**Excerpted data**
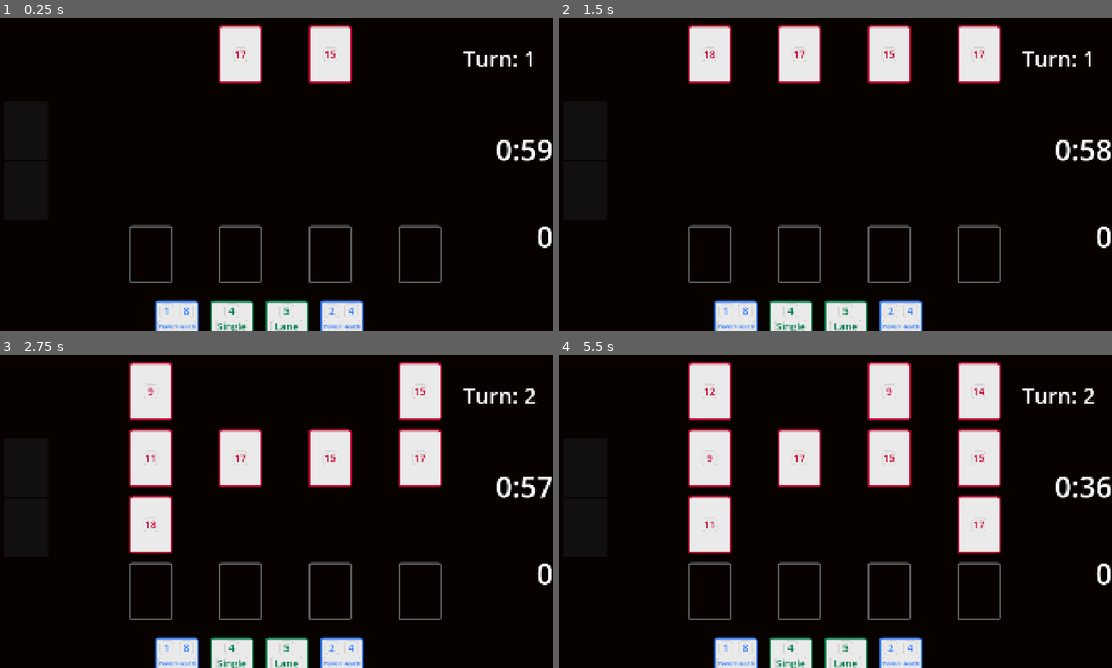
Above: before the commit, frames 1-4 (two rows, left to right).
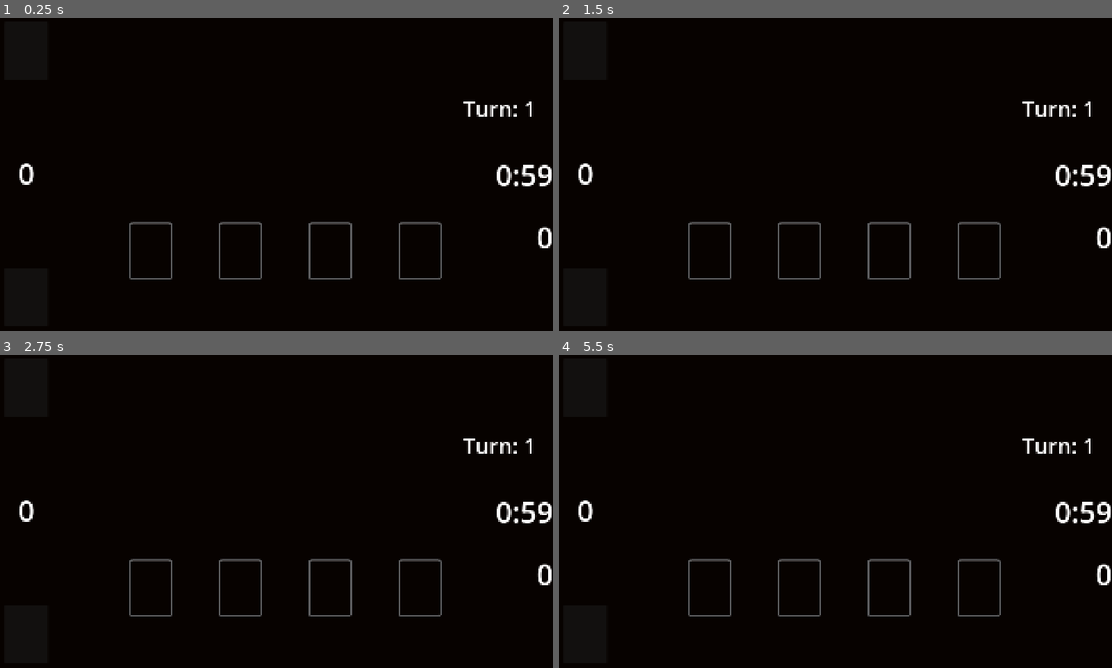
Above: after the commit, the same moments.

Repository: jake6724/card_speedrunner
Game: Godot game, scene res://Scenes/main.tscn
The game is run twice, just before and just after one commit, with the same random seed, the same clock (stepped at 60 frames per second) and the same inputs.
Inputs (mouse positions are in pixels of both pictures, inside the frame that each line leads up to):
- Up to frame 1 (0.25 s): no input
- Up to frame 2 (1.5 s): tap Enter at 0.5 s; move the mouse to (1067, 149) at 0.52 s; click (1067, 149) at 0.6 s; tap X (x) at 0.8, 1.35 s; move the mouse to (724, 190) at 1.27 s
- Up to frame 3 (2.75 s): click (165, 527) at 1.55 s; tap Space at 2 s; move the mouse to (331, 442) at 2.02 s; tap Z (end_turn) at 2.1 s; tap X (x) at 2.3 s
- Up to frame 4 (5.5 s): tap Enter at 2.75, 5 s; move the mouse to (807, 574) at 2.77 s; click (807, 574) at 2.85 s; move the mouse to (1001, 558) at 3.52 s; right-click (1001, 558) at 3.6 s; tap X (x) at 3.8, 4.35, 5.3 s; tap Space at 4.25 s; move the mouse to (669, 464) at 4.27 s; click (669, 464) at 4.55 s; move the mouse to (863, 511) at 5.02 s; click (863, 511) at 5.1 s

The runs differ from the first frame. In frame 1, 8.3% of the frame differs, in the area x 3-100%, y 2-100%; in frame 2, 11%; in frame 3, 16%; in frame 4, 18%.
Error after the commit: Invalid assignment of property or key 'deck_source' with value of type 'Array[CardData]' on a base object of type 'null instance'. (res://Scripts/Main.gd:16)

Commit message:
Add turn end checks, reorder attacks

Diff:
--- a/Scenes/main.tscn
+++ b/Scenes/main.tscn
@@ -30,27 +30,30 @@
 [node name="HBoxContainer" type="HBoxContainer" parent="MarginContainer"]
 layout_mode = 2
 
-[node name="Decks" type="VBoxContainer" parent="MarginContainer/HBoxContainer"]
+[node name="MarginContainer" type="MarginContainer" parent="MarginContainer/HBoxContainer"]
+layout_mode = 2
+theme_override_constants/margin_bottom = 170
+
+[node name="Decks" type="VBoxContainer" parent="MarginContainer/HBoxContainer/MarginContainer"]
 custom_minimum_size = Vector2(200, 0)
 layout_mode = 2
 size_flags_horizontal = 8
+theme_override_constants/separation = 255
 
-[node name="MarginContainer" type="MarginContainer" parent="MarginContainer/HBoxContainer/Decks"]
-layout_mode = 2
-size_flags_vertical = 3
-theme_override_constants/margin_left = 10
-theme_override_constants/margin_top = 262
-theme_override_constants/margin_right = 10
-theme_override_constants/margin_bottom = 523
-
-[node name="EnemyDeck" type="Panel" parent="MarginContainer/HBoxContainer/Decks/MarginContainer"]
+[node name="EnemyDeck" type="Panel" parent="MarginContainer/HBoxContainer/MarginContainer/Decks"]
 custom_minimum_size = Vector2(150, 200)
 layout_mode = 2
 size_flags_horizontal = 4
-size_flags_vertical = 0
+size_flags_vertical = 4
 script = ExtResource("2_jjvhh")
 
-[node name="PlayerDeck" type="Panel" parent="MarginContainer/HBoxContainer/Decks/MarginContainer"]
+[node name="TurnCount" type="Label" parent="MarginContainer/HBoxContainer/MarginContainer/Decks"]
+layout_mode = 2
+size_flags_horizontal = 4
+theme_override_font_sizes/font_size = 100
+text = "0"
+
+[node name="PlayerDeck" type="Panel" parent="MarginContainer/HBoxContainer/MarginContainer/Decks"]
 custom_minimum_size = Vector2(150, 200)
 layout_mode = 2
 size_flags_horizontal = 4
@@ -83,8 +86,8 @@
 layout_mode = 2
 size_flags_horizontal = 8
 size_flags_vertical = 3
-theme_override_constants/margin_top = 60
-theme_override_constants/margin_bottom = 385
+theme_override_constants/margin_top = 245
+theme_override_constants/margin_bottom = 395
 
 [node name="VBoxContainer" type="VBoxContainer" parent="MarginContainer/HBoxContainer/Stats/MarginContainer"]
 custom_minimum_size = Vector2(0, 442.88)
--- a/Scripts/Hand.gd
+++ b/Scripts/Hand.gd
@@ -163,8 +163,7 @@
 		print("emitting player_turn_complete")
 		player_turn_complete.emit()
 
-	elif not grid.has_enemies() and not has_unit_card(): # No enemies and only spell cards
-		print("Assuming no enemies and no spell cards")
+	elif not grid.has_enemies(): # and not has_unit_card(): # No enemies and only spell cards
 		player_turn_complete.emit()
 
 func on_player_unit_died(card):
--- a/Scripts/Main.gd
+++ b/Scripts/Main.gd
@@ -39,14 +39,14 @@
 	turn_count += 1
 	turn_label.text = "Turn: " + str(turn_count)
 
+	# Reset hand stats, attack with player units
+	player_hand.action_count = 0
+	player_hand.attack_with_all_units()
+
 	# Run enemy actions
 	grid.shift_all_columns_down()
 	grid.add_enemy_to_grid(enemy_deck.get_next_card())
 	grid.add_enemy_to_grid(enemy_deck.get_next_card())
-
-	# Reset hand stats, attack with player units
-	player_hand.action_count = 0
-	player_hand.attack_with_all_units()
 
 func on_gameover():
 	gameover_label.visible = true
@@ -66,4 +66,4 @@
 
 func _input(_event):
 	if Input.is_action_just_pressed("x"):
-		grid.add_enemy_to_grid(enemy_deck.get_next_card())
+		get_tree().change_scene_to_file("res://Scenes/main.tscn")

**About this task**
Copy, word for word, the entries above from the first line to the line that holds "- Up to frame 3". Drop the pictures.

**The completed task**
Above: before the commit, frames 1-4 (two rows, left to right).
Above: after the commit, the same moments.

Repository: jake6724/card_speedrunner
Game: Godot game, scene res://Scenes/main.tscn
The game is run twice, just before and just after one commit, with the same random seed, the same clock (stepped at 60 frames per second) and the same inputs.
Inputs (mouse positions are in pixels of both pictures, inside the frame that each line leads up to):
- Up to frame 1 (0.25 s): no input
- Up to frame 2 (1.5 s): tap Enter at 0.5 s; move the mouse to (1067, 149) at 0.52 s; click (1067, 149) at 0.6 s; tap X (x) at 0.8, 1.35 s; move the mouse to (724, 190) at 1.27 s
- Up to frame 3 (2.75 s): click (165, 527) at 1.55 s; tap Space at 2 s; move the mouse to (331, 442) at 2.02 s; tap Z (end_turn) at 2.1 s; tap X (x) at 2.3 s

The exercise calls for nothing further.